Exercise requirements => Reproduce the records below exactly; no pictures.

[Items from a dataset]
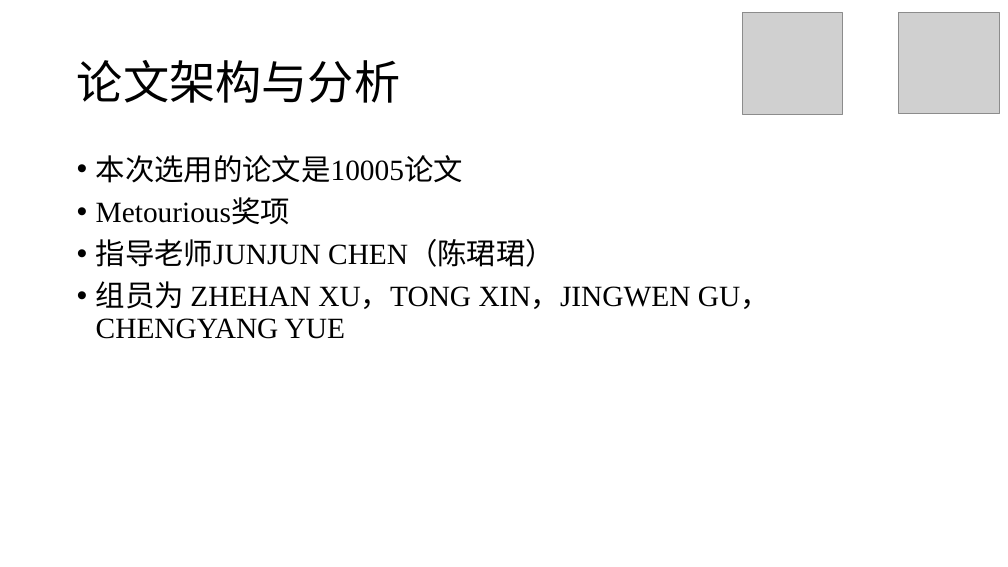
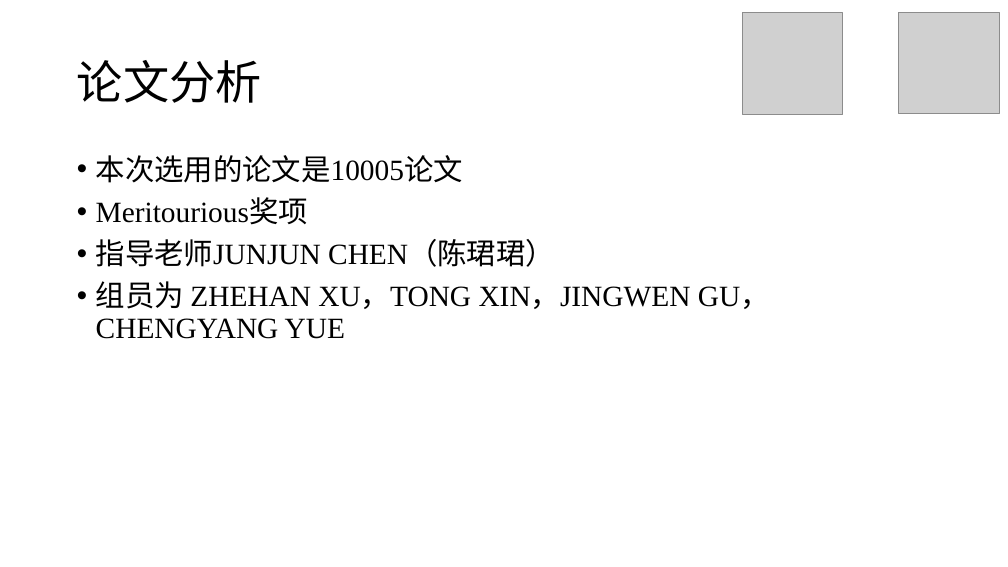
Before and after one commit to stOOrz-Science-Mind/2019_HiMCM_A_10006, a slide deck: slide 5 of 10005.pptx. Drawn at 1008x567 pixels with LibreOffice and Linux fonts; fonts in the diff are those of the drawing; grey boxes stand for pictures. Boxes give left, top, right and bottom in pixels: in the first picture for what was removed or moved away, otherwise in the second. Text is boxed around its words. In the diff, an @@ line names an element or a change of style, - is before the commit and + after.

Commit message:
update slides

```diff
--- a/10005.pptx
+++ b/10005.pptx
@@ title at [77,60,262,103]: text changed @@
-论文架构与分析
+论文分析
@@ text at [96,199,308,225]: text changed @@
-• Metourious奖项
+• Meritourious奖项
```
Also in this commit, not shown: 2 other slides changed, 12 slides added, 2 other files.

Written reply =>
Before and after one commit to stOOrz-Science-Mind/2019_HiMCM_A_10006, a slide deck: slide 5 of 10005.pptx. Drawn at 1008x567 pixels with LibreOffice and Linux fonts; fonts in the diff are those of the drawing; grey boxes stand for pictures. Boxes give left, top, right and bottom in pixels: in the first picture for what was removed or moved away, otherwise in the second. Text is boxed around its words. In the diff, an @@ line names an element or a change of style, - is before the commit and + after.

Commit message:
update slides

```diff
--- a/10005.pptx
+++ b/10005.pptx
@@ title at [77,60,262,103]: text changed @@
-论文架构与分析
+论文分析
@@ text at [96,199,308,225]: text changed @@
-• Metourious奖项
+• Meritourious奖项
```
Also in this commit, not shown: 2 other slides changed, 12 slides added, 2 other files.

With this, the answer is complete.